# Should I get a DSLR?



## spattergrind (Dec 20, 2012)

I love the quality of the DSLR images and I am interested in getting one, but is it really worth it?


I am looking at the Pentax K5 because of its reviews and comparison on snapsort.com
Would like to spend under $900

What do you guys think? 


Thanks!


----------



## Wretched (Dec 20, 2012)

You don't NEED a DSLR for good image quality, no. Canon make a great 'compact' camera (it's not really a compact, it's larger, but with an integrated lens) called the G12. I've seen some amazing pics from this line of cameras.

See one on eBay here: Canon PowerShot G12 10MP Premium Compact Digital Camera - Black | eBay

There are plenty of good cameras under $900 in this range. The new Canon EOS M could be for you, too. It's not an SLR, but features many of the things an SLR has, like the APS-C sensor and the ability to swap lenses as you get more cash. You can even buy an adaptor to run EF and EF-S lenses like the rest of the EOS DSLR range uses, which would be handy down the track if you decide you want to step into the DSLR world.

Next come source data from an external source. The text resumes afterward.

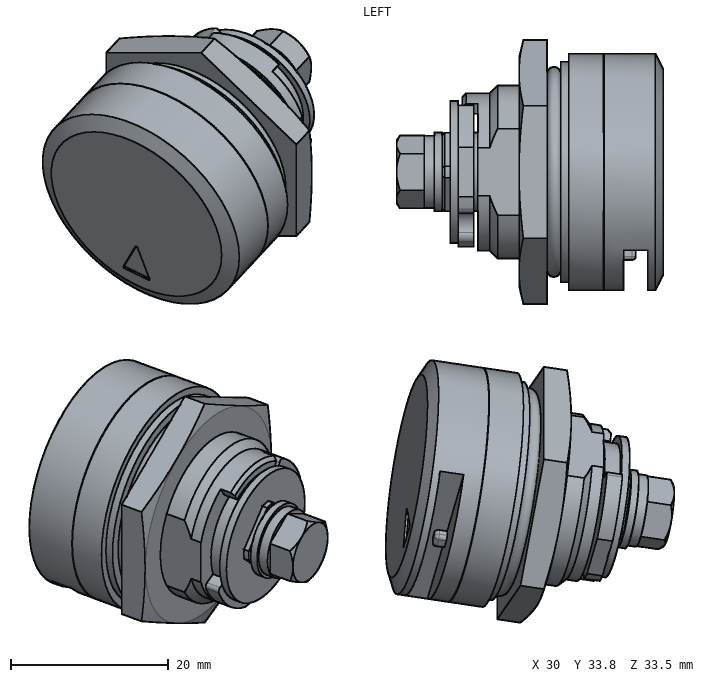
import cadquery as cq
import math


knob_diameter = 30.0
knob_depth = 7.5
knob_face_diameter = 26.0
knob_bevel_depth = 1.0
slot_front = 2.0
slot_width = 3.05
slot_floor = 9.95
peg_width = 2.03
peg_length = 1.55
peg_height = 1.2
peg_round = 0.5
arrow_tip = 5.6
arrow_base = 11.0
arrow_width = 4.2
arrow_corner = 0.2
arrow_depth = 0.3
shaft_diameter = 10.0
square_width = 8.0
square_chamfer = 0.3

flange_front = 7.57
flange_depth = 4.43
seat_diameter = 28.0
seat_depth = 1.0
barrel_diameter = 22.0
barrel_flats = 19.05
barrel_nose_diameter = 20.0
cone_front = 21.0
cone_depth = 1.0
barrel_back = 23.5
tab_inner_diameter = 17.0
tab_length = 2.0
tab_chamfer = 0.5
tab_start_angle = 60.0
tab_end_angle = 120.0

seal_thickness = 1.72
seal_outer_diameter = 26.65
nut_flats = 29.0
nut_thickness = 3.55
nut_chamfer_depth = 0.55

stop_disc_front = 24.0
stop_disc_thickness = 2.0
stop_disc_flat = 9.5
stop_relief_diameter = 16.02
stop_start_angle = -20.0
stop_corner_round = 0.5
notch_angle = 225.0
notch_radius = 2.0
notch_corner_round = 1.0
washer_diameter = 18.0
washer_thickness = 1.0
shaft_overhang = 1.0

screw_washer_diameter = 10.0
screw_washer_thickness = 0.98
screw_collar_diameter = 9.2
screw_collar_thickness = 1.32
head_flats = 8.0
head_chamfer_depth = 0.45
overall_length = 33.8

flange_back = flange_front + flange_depth
seat_back = flange_back + seat_depth
nut_front = seat_back + seal_thickness
washer_front = stop_disc_front + stop_disc_thickness
shaft_end = washer_front + washer_thickness + shaft_overhang
collar_front = shaft_end + screw_washer_thickness
head_front = collar_front + screw_collar_thickness
stop_disc_diameter = barrel_nose_diameter


def cross_section(y):
    """Workplane across the axis at y, with local axes X and Z; a negative extrusion runs toward +Y."""
    return cq.Workplane("XZ", origin=(0, y, 0))


def disc(diameter, front, back):
    return cross_section(front).circle(diameter / 2).extrude(front - back)


def turned(profile):
    """Solid of revolution about the axis from (radius, y) points."""
    return cq.Workplane("XY").polyline(profile).close().revolve(360, (0, 0, 0), (0, 1, 0))


def polar(radius, angle):
    """Point across the axis, at an angle in degrees from +X toward +Z."""
    return (radius * math.cos(math.radians(angle)), radius * math.sin(math.radians(angle)))


def sector(start_angle, end_angle, reach, front, back):
    """Wedge with its tip on the axis, extending past the given reach."""
    middle_angle = (start_angle + end_angle) / 2
    far = 2 * reach
    corners = [(0, 0), polar(far, start_angle), polar(far, middle_angle), polar(far, end_angle)]
    return cross_section(front).polyline(corners).close().extrude(front - back)


def slab(half_width, front, back):
    """Block between two planes at equal distances from the axis along X."""
    height = 2 * knob_diameter
    return cross_section(front).rect(2 * half_width, height).extrude(front - back)


def hexagon(flats, front, back, chamfer_depth):
    """Hexagonal prism with corners at +Z and -Z, and its back corners turned down to the flats."""
    corner_radius = flats / math.sqrt(3)
    prism = cross_section(front).polygon(6, 2 * corner_radius).extrude(front - back)
    prism = prism.rotate((0, 0, 0), (0, 1, 0), 30)
    envelope = turned([
        (0, front),
        (corner_radius, front),
        (corner_radius, back - chamfer_depth),
        (flats / 2, back),
        (0, back),
    ])
    return prism.intersect(envelope)


def square_bar(front, back):
    """Square bar on its corner, with the corners turned down to the shaft diameter."""
    square = cross_section(front).rect(square_width, square_width).extrude(front - back)
    square = square.rotate((0, 0, 0), (0, 1, 0), 45)
    return square.intersect(disc(shaft_diameter, front, back))


def round_edge(body, point, front, radius):
    """Round the edge along Y that passes nearest to a point of the outline."""
    middle = (point[0], front + stop_disc_thickness / 2, point[1])
    nearest = cq.selectors.NearestToPointSelector(middle)
    return body.edges("|Y").edges(nearest).fillet(radius)


def make_peg():
    """Rounded peg on the rear wall and floor of the knob slot."""
    slot_back = slot_front + slot_width
    root = 2 * peg_round
    peg = cq.Workplane("XY").box(peg_width, peg_length + root, peg_height + root)
    peg = peg.edges().fillet(peg_round)
    return peg.translate((
        0,
        slot_back + (root - peg_length) / 2,
        -slot_floor + (root - peg_height) / 2,
    ))


def make_knob():
    knob = turned([
        (0, 0),
        (knob_face_diameter / 2, 0),
        (knob_diameter / 2, knob_bevel_depth),
        (knob_diameter / 2, knob_depth),
        (0, knob_depth),
    ])
    slot = cq.Workplane("XY").box(2 * knob_diameter, slot_width, knob_diameter, centered=(True, False, False))
    knob = knob.cut(slot.translate((0, slot_front, -slot_floor - knob_diameter)))
    knob = knob.union(make_peg())

    arrow = (
        cross_section(0)
        .polyline([(0, -arrow_tip), (arrow_width / 2, -arrow_base), (-arrow_width / 2, -arrow_base)])
        .close()
        .extrude(-arrow_depth)
        .edges("|Y")
        .fillet(arrow_corner)
    )
    knob = knob.cut(arrow)

    square_end = square_bar(stop_disc_front, shaft_end).faces(">Y").chamfer(square_chamfer)
    return knob.union(disc(shaft_diameter, knob_depth, stop_disc_front)).union(square_end)


def make_stop_tab():
    """Curved tab behind the barrel that limits the turn of the stop disc."""
    outer_radius = barrel_nose_diameter / 2
    inner_radius = tab_inner_diameter / 2
    tip = barrel_back + tab_length
    ring = turned([
        (inner_radius, barrel_back),
        (outer_radius, barrel_back),
        (outer_radius, tip - tab_chamfer),
        (outer_radius - tab_chamfer, tip),
        (inner_radius, tip),
    ])
    return ring.intersect(sector(tab_start_angle, tab_end_angle, outer_radius, barrel_back, tip))


def make_housing():
    barrel_radius = barrel_diameter / 2
    nose_radius = barrel_nose_diameter / 2
    barrel = turned([
        (0, seat_back),
        (barrel_radius, seat_back),
        (barrel_radius, cone_front),
        (nose_radius, cone_front + cone_depth),
        (nose_radius, barrel_back),
        (0, barrel_back),
    ])
    barrel = barrel.intersect(slab(barrel_flats / 2, seat_back, barrel_back))
    flange = disc(knob_diameter, flange_front, flange_back)
    seat = disc(seat_diameter, flange_back, seat_back)
    bore = disc(shaft_diameter, flange_front, barrel_back)
    return flange.union(seat).union(barrel).cut(bore).union(make_stop_tab())


def make_seal_ring():
    section_radius = seal_thickness / 2
    ring_radius = seal_outer_diameter / 2 - section_radius
    section = cq.Workplane("XY").center(ring_radius, seat_back + section_radius).circle(section_radius)
    return section.revolve(360, (-ring_radius, 0, 0), (-ring_radius, 1, 0))


def make_nut():
    nut_back = nut_front + nut_thickness
    blank = hexagon(nut_flats, nut_front, nut_back, nut_chamfer_depth)
    return blank.cut(disc(barrel_diameter, nut_front, nut_back))


def make_stop_disc():
    front = stop_disc_front
    back = washer_front
    radius = stop_disc_diameter / 2
    relief_radius = stop_relief_diameter / 2

    plate = disc(stop_disc_diameter, front, back)
    flats = cross_section(front).rect(stop_disc_diameter, stop_disc_diameter, centered=False)
    plate = plate.intersect(flats.extrude(front - back).translate((-stop_disc_flat, 0, -stop_disc_flat)))

    relief = sector(stop_start_angle, tab_end_angle, radius, front, back)
    plate = plate.cut(relief.cut(disc(2 * relief_radius, front, back)))
    for angle in (stop_start_angle, tab_end_angle):
        plate = round_edge(plate, polar(radius, angle), front, stop_corner_round)

    notch_center = polar(radius, notch_angle)
    notch = cross_section(front).center(*notch_center).circle(notch_radius).extrude(front - back)
    plate = plate.cut(notch)
    notch_half_angle = 2 * math.degrees(math.asin(notch_radius / (2 * radius)))
    for angle in (notch_angle - notch_half_angle, notch_angle + notch_half_angle):
        plate = round_edge(plate, polar(radius, angle), front, notch_corner_round)

    return plate.cut(square_bar(front, back))


def make_washer():
    back = washer_front + washer_thickness
    return disc(washer_diameter, washer_front, back).cut(square_bar(washer_front, back))


def make_screw():
    """Hexagon head with its collar and washer."""
    washer = disc(screw_washer_diameter, shaft_end, collar_front)
    collar = disc(screw_collar_diameter, collar_front, head_front)
    head = hexagon(head_flats, head_front, overall_length, head_chamfer_depth)
    return washer.union(collar).union(head)


knob = make_knob()
housing = make_housing()
seal_ring = make_seal_ring()
nut = make_nut()
stop_disc = make_stop_disc()
washer = make_washer()
screw = make_screw()

result = cq.Compound.makeCompound([
    knob.val(),
    housing.val(),
    seal_ring.val(),
    nut.val(),
    stop_disc.val(),
    washer.val(),
    screw.val(),
])

100% BRAND NEW Canon EOS M Kit w/ (18-55mm) (22mm) (Speedlite 90EX) Black | eBay


----------



## Tang (Dec 20, 2012)

I'm all about Pentax these days, but like Wretched said, you don't need a DSLR to get DSLR quality images these days. If I were in the market, I'd definitely be considering members of the Sony NEX family.

Amazon.com: Sony NEX-5N 16.1 MP Compact Interchangeable Lens Touchscreen Camera with 18-55mm Lens (Black): SONY: Camera & Photo

Sony is on top of the APC-C game (actually, I think the NEX5 and above use the same sensor that the Pentax K5 and Nikon D7000 have), and if you don't think you'll need a physical viewfinder, this would be an excellent camera to start off with.

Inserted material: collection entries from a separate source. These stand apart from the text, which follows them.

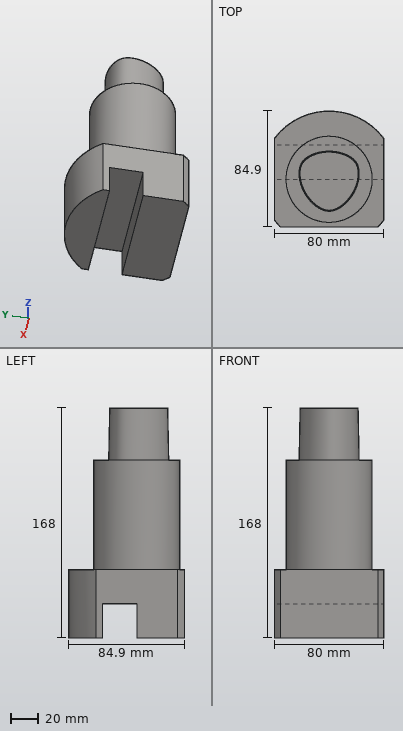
import cadquery as cq
import math

total_height = 168.0
base_height = 50.0
shaft_height = 80.0

base_width = 80.0
base_radius = 49.9
base_front = 35.0

slot_width = 25.0
slot_depth = base_height / 2

shaft_diameter = 63.0

shank_base_width = 44.0
shank_top_width = 42.5
lobe_offset = 1.41
outline_points = 48


def make_base():
    base_length = base_front + base_radius
    block = (
        cq.Workplane("XY")
        .center(0, base_length / 2 - base_front)
        .rect(base_width, base_length)
        .extrude(base_height)
    )
    round_limit = cq.Workplane("XY").circle(base_radius).extrude(base_height)
    slot = cq.Workplane("XY").box(base_width, slot_width, slot_depth, centered=(True, False, False))
    return block.intersect(round_limit).cut(slot)


def make_shaft():
    return (
        cq.Workplane("XY")
        .workplane(offset=base_height)
        .circle(shaft_diameter / 2)
        .extrude(shaft_height)
    )


def trilobe_outline(width, height):
    """Return a constant-width closed wire whose first lobe points to -Y."""
    points = []
    for step in range(outline_points):
        angle = 2 * math.pi * step / outline_points
        along = width / 2 * math.cos(angle)
        along += lobe_offset * (2 * math.cos(2 * angle) - math.cos(4 * angle))
        across = width / 2 * math.sin(angle)
        across -= lobe_offset * (2 * math.sin(2 * angle) + math.sin(4 * angle))
        points.append(cq.Vector(across, -along, height))
    return cq.Wire.assembleEdges([cq.Edge.makeSpline(points, periodic=True)])


def make_shank():
    bottom = trilobe_outline(shank_base_width, base_height + shaft_height)
    top = trilobe_outline(shank_top_width, total_height)
    return cq.Workplane(cq.Solid.makeLoft([bottom, top], True))


result = make_base().union(make_shaft()).union(make_shank())
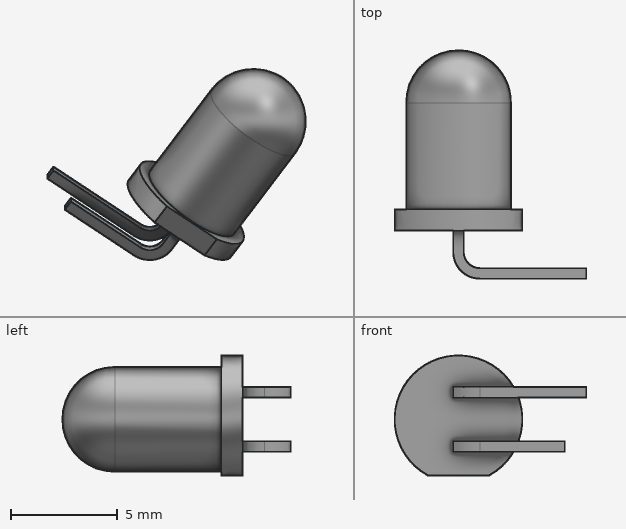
import cadquery as cq

flange_radius = 3.0
flange_thickness = 1.0
flat_distance = 2.64
lens_radius = 2.47
lens_straight_length = 5.0

lead_width = 0.5
lead_spacing = 2.54
bend_inner_radius = 0.75
lead_drop = 2.26
long_lead_end = 6.0
short_lead_end = 5.0

dome_start = flange_thickness + lens_straight_length
dome_tip = dome_start + lens_radius


def make_flange():
    """Disc with a flat cut across its lower rim."""
    disc = cq.Workplane("XZ").circle(flange_radius).extrude(-flange_thickness)
    keep_height = flat_distance + flange_radius
    keep = cq.Workplane("XY").box(
        2 * flange_radius, flange_thickness, keep_height, centered=(True, False, False)
    )
    return disc.intersect(keep.translate((0, 0, -flat_distance)))


def make_lens():
    """Cylinder closed by a hemisphere, revolved about the Y axis."""
    diagonal = lens_radius * 0.5 ** 0.5
    return (
        cq.Workplane("XY")
        .lineTo(lens_radius, 0)
        .lineTo(lens_radius, dome_start)
        .threePointArc((diagonal, dome_start + diagonal), (0, dome_tip))
        .close()
        .revolve(360, (0, 0), (0, 1))
    )


def make_lead(tip_x, center_z):
    """Square wire leaving the flange along -Y and bending toward +X."""
    half = lead_width / 2
    center_radius = bend_inner_radius + half
    run_y = half - lead_drop
    bend_x = center_radius
    bend_y = run_y + center_radius
    diagonal = center_radius * 0.5 ** 0.5
    path = (
        cq.Workplane("XY", origin=(0, 0, center_z))
        .lineTo(0, bend_y)
        .threePointArc((bend_x - diagonal, bend_y - diagonal), (bend_x, run_y))
        .lineTo(tip_x, run_y)
    )
    section = cq.Workplane("XZ", origin=(0, 0, center_z)).rect(lead_width, lead_width)
    return section.sweep(path)


result = (
    make_flange()
    .union(make_lens())
    .union(make_lead(long_lead_end, lead_spacing / 2))
    .union(make_lead(short_lead_end, -lead_spacing / 2))
)

Now, if you want to get a DSLR Pentax would be a good choice with either the K5 or K30. Be aware that new Pentax glass is usually a bit more expensive than the Canon/Nikon equivalent, but the quality is pretty outstanding. The K5/K30 are also both weather sealed, if you ever planned on taking your camera out into the elements. To be quite honest, all of the mainstream DSLR's are going to produce great image quality, you just have to find a camera that fits you as a person. Pentax fits me, but it might not fit you. If you can, try and get to a photography store and get your hands on everything you can. As a wise man once said, the photographer doesn't choose the camera, the camera chooses the photographer.


----------



## Bevo (Dec 26, 2012)

Going a bit the other way here but a friend has a few high end cameras and his go to travel camera is an of Nikon D40. They don't make them anymore but you can find mint ones with lenses for dirt cheap like $2-300 ready to go.
It will teach you the DSLR technique and if you don't like it you can sell it for what your bought it for.

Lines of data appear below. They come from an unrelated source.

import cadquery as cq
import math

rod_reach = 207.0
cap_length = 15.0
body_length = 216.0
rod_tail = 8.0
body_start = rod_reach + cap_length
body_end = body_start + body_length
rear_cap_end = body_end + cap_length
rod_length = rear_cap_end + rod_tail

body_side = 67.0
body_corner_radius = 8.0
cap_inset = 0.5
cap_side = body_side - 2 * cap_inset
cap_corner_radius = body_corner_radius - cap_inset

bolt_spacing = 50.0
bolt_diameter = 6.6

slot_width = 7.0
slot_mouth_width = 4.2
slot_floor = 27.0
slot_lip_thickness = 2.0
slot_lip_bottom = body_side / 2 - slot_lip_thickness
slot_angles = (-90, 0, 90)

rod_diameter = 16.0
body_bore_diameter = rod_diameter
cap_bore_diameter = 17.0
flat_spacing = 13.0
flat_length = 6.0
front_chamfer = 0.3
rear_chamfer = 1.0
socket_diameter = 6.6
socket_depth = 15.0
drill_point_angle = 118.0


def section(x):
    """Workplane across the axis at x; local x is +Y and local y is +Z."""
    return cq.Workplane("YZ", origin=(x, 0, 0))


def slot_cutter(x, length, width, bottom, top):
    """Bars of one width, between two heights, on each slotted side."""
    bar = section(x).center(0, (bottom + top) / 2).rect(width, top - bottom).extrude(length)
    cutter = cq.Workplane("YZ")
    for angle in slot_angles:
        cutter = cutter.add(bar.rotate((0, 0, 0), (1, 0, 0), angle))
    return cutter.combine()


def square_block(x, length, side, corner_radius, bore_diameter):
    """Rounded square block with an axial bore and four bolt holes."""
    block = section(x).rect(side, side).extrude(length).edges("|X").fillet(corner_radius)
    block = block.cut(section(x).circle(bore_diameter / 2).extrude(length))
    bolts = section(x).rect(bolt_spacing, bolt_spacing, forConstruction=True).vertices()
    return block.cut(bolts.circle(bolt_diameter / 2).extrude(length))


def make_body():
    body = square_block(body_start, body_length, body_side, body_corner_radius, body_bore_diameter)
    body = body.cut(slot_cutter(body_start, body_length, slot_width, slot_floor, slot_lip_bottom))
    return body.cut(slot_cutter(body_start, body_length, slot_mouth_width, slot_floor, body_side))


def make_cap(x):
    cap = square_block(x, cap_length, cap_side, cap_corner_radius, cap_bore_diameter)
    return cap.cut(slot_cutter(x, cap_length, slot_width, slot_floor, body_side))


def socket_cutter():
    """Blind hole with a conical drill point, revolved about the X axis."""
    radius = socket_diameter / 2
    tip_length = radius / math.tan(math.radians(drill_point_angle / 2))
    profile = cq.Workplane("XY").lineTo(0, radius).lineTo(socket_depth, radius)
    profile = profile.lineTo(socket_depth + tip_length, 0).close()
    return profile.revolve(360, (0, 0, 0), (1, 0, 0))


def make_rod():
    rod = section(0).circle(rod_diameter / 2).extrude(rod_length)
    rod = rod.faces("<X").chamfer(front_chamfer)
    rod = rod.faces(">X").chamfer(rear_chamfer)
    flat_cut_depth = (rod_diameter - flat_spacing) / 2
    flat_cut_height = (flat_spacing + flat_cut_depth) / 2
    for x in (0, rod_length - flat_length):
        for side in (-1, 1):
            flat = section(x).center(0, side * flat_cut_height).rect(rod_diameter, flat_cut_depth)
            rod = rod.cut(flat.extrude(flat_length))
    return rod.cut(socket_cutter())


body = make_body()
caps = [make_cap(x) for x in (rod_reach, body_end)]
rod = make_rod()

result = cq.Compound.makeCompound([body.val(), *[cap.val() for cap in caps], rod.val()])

Nothing wrong with Pentax but this is a great second option..


----------



## Tang (Dec 27, 2012)

Bevo said:


> Going a bit the other way here but a friend has a few high end cameras and his go to travel camera is an of Nikon D40. They don't make them anymore but you can find mint ones with lenses for dirt cheap like $2-300 ready to go.
> It will teach you the DSLR technique and if you don't like it you can sell it for what your bought it for.
> 
> Nothing wrong with Pentax but this is a great second option..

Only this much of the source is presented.